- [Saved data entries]
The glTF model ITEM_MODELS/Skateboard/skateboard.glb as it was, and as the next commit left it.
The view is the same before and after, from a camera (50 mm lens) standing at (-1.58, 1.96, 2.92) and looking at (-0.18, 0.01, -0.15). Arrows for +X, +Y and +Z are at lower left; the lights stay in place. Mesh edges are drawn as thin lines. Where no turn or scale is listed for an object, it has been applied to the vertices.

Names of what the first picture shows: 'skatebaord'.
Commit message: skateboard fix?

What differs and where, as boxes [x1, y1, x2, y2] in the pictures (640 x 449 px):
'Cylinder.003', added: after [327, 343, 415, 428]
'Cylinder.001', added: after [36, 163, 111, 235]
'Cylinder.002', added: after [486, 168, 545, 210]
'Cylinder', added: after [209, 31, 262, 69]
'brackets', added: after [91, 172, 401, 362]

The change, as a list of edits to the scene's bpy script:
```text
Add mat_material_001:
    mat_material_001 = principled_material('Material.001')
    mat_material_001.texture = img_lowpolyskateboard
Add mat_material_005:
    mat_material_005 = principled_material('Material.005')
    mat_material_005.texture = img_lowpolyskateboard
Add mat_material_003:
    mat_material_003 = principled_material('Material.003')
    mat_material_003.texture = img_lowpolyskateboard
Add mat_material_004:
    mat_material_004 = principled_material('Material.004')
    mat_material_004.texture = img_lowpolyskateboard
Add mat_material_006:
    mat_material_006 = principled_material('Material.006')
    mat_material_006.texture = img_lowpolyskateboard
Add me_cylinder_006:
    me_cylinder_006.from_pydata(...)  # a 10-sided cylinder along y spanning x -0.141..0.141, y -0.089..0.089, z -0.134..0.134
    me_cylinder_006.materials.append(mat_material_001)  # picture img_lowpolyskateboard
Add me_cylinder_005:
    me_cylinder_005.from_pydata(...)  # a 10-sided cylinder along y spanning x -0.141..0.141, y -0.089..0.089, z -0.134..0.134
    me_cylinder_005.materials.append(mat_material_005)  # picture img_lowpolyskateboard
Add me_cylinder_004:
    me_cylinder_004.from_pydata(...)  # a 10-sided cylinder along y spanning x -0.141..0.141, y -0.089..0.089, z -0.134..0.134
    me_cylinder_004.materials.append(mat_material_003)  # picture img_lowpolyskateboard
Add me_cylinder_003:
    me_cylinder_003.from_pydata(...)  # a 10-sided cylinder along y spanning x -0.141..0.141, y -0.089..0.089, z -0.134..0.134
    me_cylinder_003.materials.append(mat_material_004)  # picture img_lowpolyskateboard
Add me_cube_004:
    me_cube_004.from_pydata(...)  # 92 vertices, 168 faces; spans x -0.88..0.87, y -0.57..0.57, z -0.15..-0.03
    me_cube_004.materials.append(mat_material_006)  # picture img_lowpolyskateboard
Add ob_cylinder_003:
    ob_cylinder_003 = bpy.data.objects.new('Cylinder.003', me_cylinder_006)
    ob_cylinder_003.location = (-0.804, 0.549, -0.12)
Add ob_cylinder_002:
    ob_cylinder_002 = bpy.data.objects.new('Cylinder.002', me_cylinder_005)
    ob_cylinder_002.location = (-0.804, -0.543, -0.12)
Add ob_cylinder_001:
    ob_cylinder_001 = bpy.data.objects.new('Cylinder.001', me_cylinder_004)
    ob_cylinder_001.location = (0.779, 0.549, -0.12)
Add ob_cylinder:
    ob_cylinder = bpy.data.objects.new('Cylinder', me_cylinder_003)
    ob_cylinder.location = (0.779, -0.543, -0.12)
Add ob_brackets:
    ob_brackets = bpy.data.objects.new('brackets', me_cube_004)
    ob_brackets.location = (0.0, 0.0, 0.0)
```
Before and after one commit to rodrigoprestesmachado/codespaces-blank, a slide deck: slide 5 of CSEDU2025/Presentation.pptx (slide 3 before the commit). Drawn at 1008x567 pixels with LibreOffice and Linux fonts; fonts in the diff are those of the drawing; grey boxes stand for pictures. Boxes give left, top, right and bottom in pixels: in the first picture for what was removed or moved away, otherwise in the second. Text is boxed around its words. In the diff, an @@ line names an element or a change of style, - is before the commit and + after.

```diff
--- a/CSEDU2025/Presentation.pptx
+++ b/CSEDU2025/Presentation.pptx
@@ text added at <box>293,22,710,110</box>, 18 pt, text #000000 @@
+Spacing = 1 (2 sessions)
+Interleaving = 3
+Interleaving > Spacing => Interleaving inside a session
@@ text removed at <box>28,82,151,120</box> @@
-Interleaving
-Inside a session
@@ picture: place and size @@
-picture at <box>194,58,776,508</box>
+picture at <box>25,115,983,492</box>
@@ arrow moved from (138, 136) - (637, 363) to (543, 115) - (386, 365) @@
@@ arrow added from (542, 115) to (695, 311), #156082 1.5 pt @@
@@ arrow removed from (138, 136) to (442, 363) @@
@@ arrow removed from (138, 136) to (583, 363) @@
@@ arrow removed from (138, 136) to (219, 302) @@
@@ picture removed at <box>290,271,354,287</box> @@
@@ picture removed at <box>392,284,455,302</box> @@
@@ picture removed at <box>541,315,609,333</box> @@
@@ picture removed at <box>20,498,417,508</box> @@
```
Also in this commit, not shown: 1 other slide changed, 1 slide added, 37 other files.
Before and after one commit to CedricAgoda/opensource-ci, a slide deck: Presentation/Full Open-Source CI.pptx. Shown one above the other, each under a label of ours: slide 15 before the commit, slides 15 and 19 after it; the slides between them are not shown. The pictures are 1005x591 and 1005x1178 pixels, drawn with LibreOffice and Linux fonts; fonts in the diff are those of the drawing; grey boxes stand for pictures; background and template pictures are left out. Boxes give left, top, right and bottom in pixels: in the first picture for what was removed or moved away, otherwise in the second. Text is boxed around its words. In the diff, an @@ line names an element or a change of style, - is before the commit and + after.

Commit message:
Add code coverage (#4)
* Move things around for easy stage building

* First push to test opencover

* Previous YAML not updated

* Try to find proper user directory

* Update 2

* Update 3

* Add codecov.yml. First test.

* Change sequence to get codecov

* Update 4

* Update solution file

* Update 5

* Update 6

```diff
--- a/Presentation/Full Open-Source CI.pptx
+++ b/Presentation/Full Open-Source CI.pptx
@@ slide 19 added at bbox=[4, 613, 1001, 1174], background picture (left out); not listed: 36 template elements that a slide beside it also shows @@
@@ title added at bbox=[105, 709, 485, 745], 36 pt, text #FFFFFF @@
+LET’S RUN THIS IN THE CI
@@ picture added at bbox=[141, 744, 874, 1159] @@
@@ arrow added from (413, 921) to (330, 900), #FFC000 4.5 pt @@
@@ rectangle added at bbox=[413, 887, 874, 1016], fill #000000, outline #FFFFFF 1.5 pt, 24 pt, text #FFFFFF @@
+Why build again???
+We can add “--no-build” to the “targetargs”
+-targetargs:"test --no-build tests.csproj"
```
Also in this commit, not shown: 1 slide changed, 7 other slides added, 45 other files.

- [Assigned task] Every entry above must be reproduced word for word.

- [Solution]
The glTF model ITEM_MODELS/Skateboard/skateboard.glb as it was, and as the next commit left it.
The view is the same before and after, from a camera (50 mm lens) standing at (-1.58, 1.96, 2.92) and looking at (-0.18, 0.01, -0.15). Arrows for +X, +Y and +Z are at lower left; the lights stay in place. Mesh edges are drawn as thin lines. Where no turn or scale is listed for an object, it has been applied to the vertices.

Names of what the first picture shows: 'skatebaord'.
Commit message: skateboard fix?

What differs and where, as boxes [x1, y1, x2, y2] in the pictures (640 x 449 px):
'Cylinder.003', added: after [327, 343, 415, 428]
'Cylinder.001', added: after [36, 163, 111, 235]
'Cylinder.002', added: after [486, 168, 545, 210]
'Cylinder', added: after [209, 31, 262, 69]
'brackets', added: after [91, 172, 401, 362]

The change, as a list of edits to the scene's bpy script:
```text
Add mat_material_001:
    mat_material_001 = principled_material('Material.001')
    mat_material_001.texture = img_lowpolyskateboard
Add mat_material_005:
    mat_material_005 = principled_material('Material.005')
    mat_material_005.texture = img_lowpolyskateboard
Add mat_material_003:
    mat_material_003 = principled_material('Material.003')
    mat_material_003.texture = img_lowpolyskateboard
Add mat_material_004:
    mat_material_004 = principled_material('Material.004')
    mat_material_004.texture = img_lowpolyskateboard
Add mat_material_006:
    mat_material_006 = principled_material('Material.006')
    mat_material_006.texture = img_lowpolyskateboard
Add me_cylinder_006:
    me_cylinder_006.from_pydata(...)  # a 10-sided cylinder along y spanning x -0.141..0.141, y -0.089..0.089, z -0.134..0.134
    me_cylinder_006.materials.append(mat_material_001)  # picture img_lowpolyskateboard
Add me_cylinder_005:
    me_cylinder_005.from_pydata(...)  # a 10-sided cylinder along y spanning x -0.141..0.141, y -0.089..0.089, z -0.134..0.134
    me_cylinder_005.materials.append(mat_material_005)  # picture img_lowpolyskateboard
Add me_cylinder_004:
    me_cylinder_004.from_pydata(...)  # a 10-sided cylinder along y spanning x -0.141..0.141, y -0.089..0.089, z -0.134..0.134
    me_cylinder_004.materials.append(mat_material_003)  # picture img_lowpolyskateboard
Add me_cylinder_003:
    me_cylinder_003.from_pydata(...)  # a 10-sided cylinder along y spanning x -0.141..0.141, y -0.089..0.089, z -0.134..0.134
    me_cylinder_003.materials.append(mat_material_004)  # picture img_lowpolyskateboard
Add me_cube_004:
    me_cube_004.from_pydata(...)  # 92 vertices, 168 faces; spans x -0.88..0.87, y -0.57..0.57, z -0.15..-0.03
    me_cube_004.materials.append(mat_material_006)  # picture img_lowpolyskateboard
Add ob_cylinder_003:
    ob_cylinder_003 = bpy.data.objects.new('Cylinder.003', me_cylinder_006)
    ob_cylinder_003.location = (-0.804, 0.549, -0.12)
Add ob_cylinder_002:
    ob_cylinder_002 = bpy.data.objects.new('Cylinder.002', me_cylinder_005)
    ob_cylinder_002.location = (-0.804, -0.543, -0.12)
Add ob_cylinder_001:
    ob_cylinder_001 = bpy.data.objects.new('Cylinder.001', me_cylinder_004)
    ob_cylinder_001.location = (0.779, 0.549, -0.12)
Add ob_cylinder:
    ob_cylinder = bpy.data.objects.new('Cylinder', me_cylinder_003)
    ob_cylinder.location = (0.779, -0.543, -0.12)
Add ob_brackets:
    ob_brackets = bpy.data.objects.new('brackets', me_cube_004)
    ob_brackets.location = (0.0, 0.0, 0.0)
```
Before and after one commit to rodrigoprestesmachado/codespaces-blank, a slide deck: slide 5 of CSEDU2025/Presentation.pptx (slide 3 before the commit). Drawn at 1008x567 pixels with LibreOffice and Linux fonts; fonts in the diff are those of the drawing; grey boxes stand for pictures. Boxes give left, top, right and bottom in pixels: in the first picture for what was removed or moved away, otherwise in the second. Text is boxed around its words. In the diff, an @@ line names an element or a change of style, - is before the commit and + after.

```diff
--- a/CSEDU2025/Presentation.pptx
+++ b/CSEDU2025/Presentation.pptx
@@ text added at <box>293,22,710,110</box>, 18 pt, text #000000 @@
+Spacing = 1 (2 sessions)
+Interleaving = 3
+Interleaving > Spacing => Interleaving inside a session
@@ text removed at <box>28,82,151,120</box> @@
-Interleaving
-Inside a session
@@ picture: place and size @@
-picture at <box>194,58,776,508</box>
+picture at <box>25,115,983,492</box>
@@ arrow moved from (138, 136) - (637, 363) to (543, 115) - (386, 365) @@
@@ arrow added from (542, 115) to (695, 311), #156082 1.5 pt @@
@@ arrow removed from (138, 136) to (442, 363) @@
@@ arrow removed from (138, 136) to (583, 363) @@
@@ arrow removed from (138, 136) to (219, 302) @@
@@ picture removed at <box>290,271,354,287</box> @@
@@ picture removed at <box>392,284,455,302</box> @@
@@ picture removed at <box>541,315,609,333</box> @@
@@ picture removed at <box>20,498,417,508</box> @@
```
Also in this commit, not shown: 1 other slide changed, 1 slide added, 37 other files.
Before and after one commit to CedricAgoda/opensource-ci, a slide deck: Presentation/Full Open-Source CI.pptx. Shown one above the other, each under a label of ours: slide 15 before the commit, slides 15 and 19 after it; the slides between them are not shown. The pictures are 1005x591 and 1005x1178 pixels, drawn with LibreOffice and Linux fonts; fonts in the diff are those of the drawing; grey boxes stand for pictures; background and template pictures are left out. Boxes give left, top, right and bottom in pixels: in the first picture for what was removed or moved away, otherwise in the second. Text is boxed around its words. In the diff, an @@ line names an element or a change of style, - is before the commit and + after.

Commit message:
Add code coverage (#4)
* Move things around for easy stage building

* First push to test opencover

* Previous YAML not updated

* Try to find proper user directory

* Update 2

* Update 3

* Add codecov.yml. First test.

* Change sequence to get codecov

* Update 4

* Update solution file

* Update 5

* Update 6

```diff
--- a/Presentation/Full Open-Source CI.pptx
+++ b/Presentation/Full Open-Source CI.pptx
@@ slide 19 added at bbox=[4, 613, 1001, 1174], background picture (left out); not listed: 36 template elements that a slide beside it also shows @@
@@ title added at bbox=[105, 709, 485, 745], 36 pt, text #FFFFFF @@
+LET’S RUN THIS IN THE CI
@@ picture added at bbox=[141, 744, 874, 1159] @@
@@ arrow added from (413, 921) to (330, 900), #FFC000 4.5 pt @@
@@ rectangle added at bbox=[413, 887, 874, 1016], fill #000000, outline #FFFFFF 1.5 pt, 24 pt, text #FFFFFF @@
+Why build again???
+We can add “--no-build” to the “targetargs”
+-targetargs:"test --no-build tests.csproj"
```
Also in this commit, not shown: 1 slide changed, 7 other slides added, 45 other files.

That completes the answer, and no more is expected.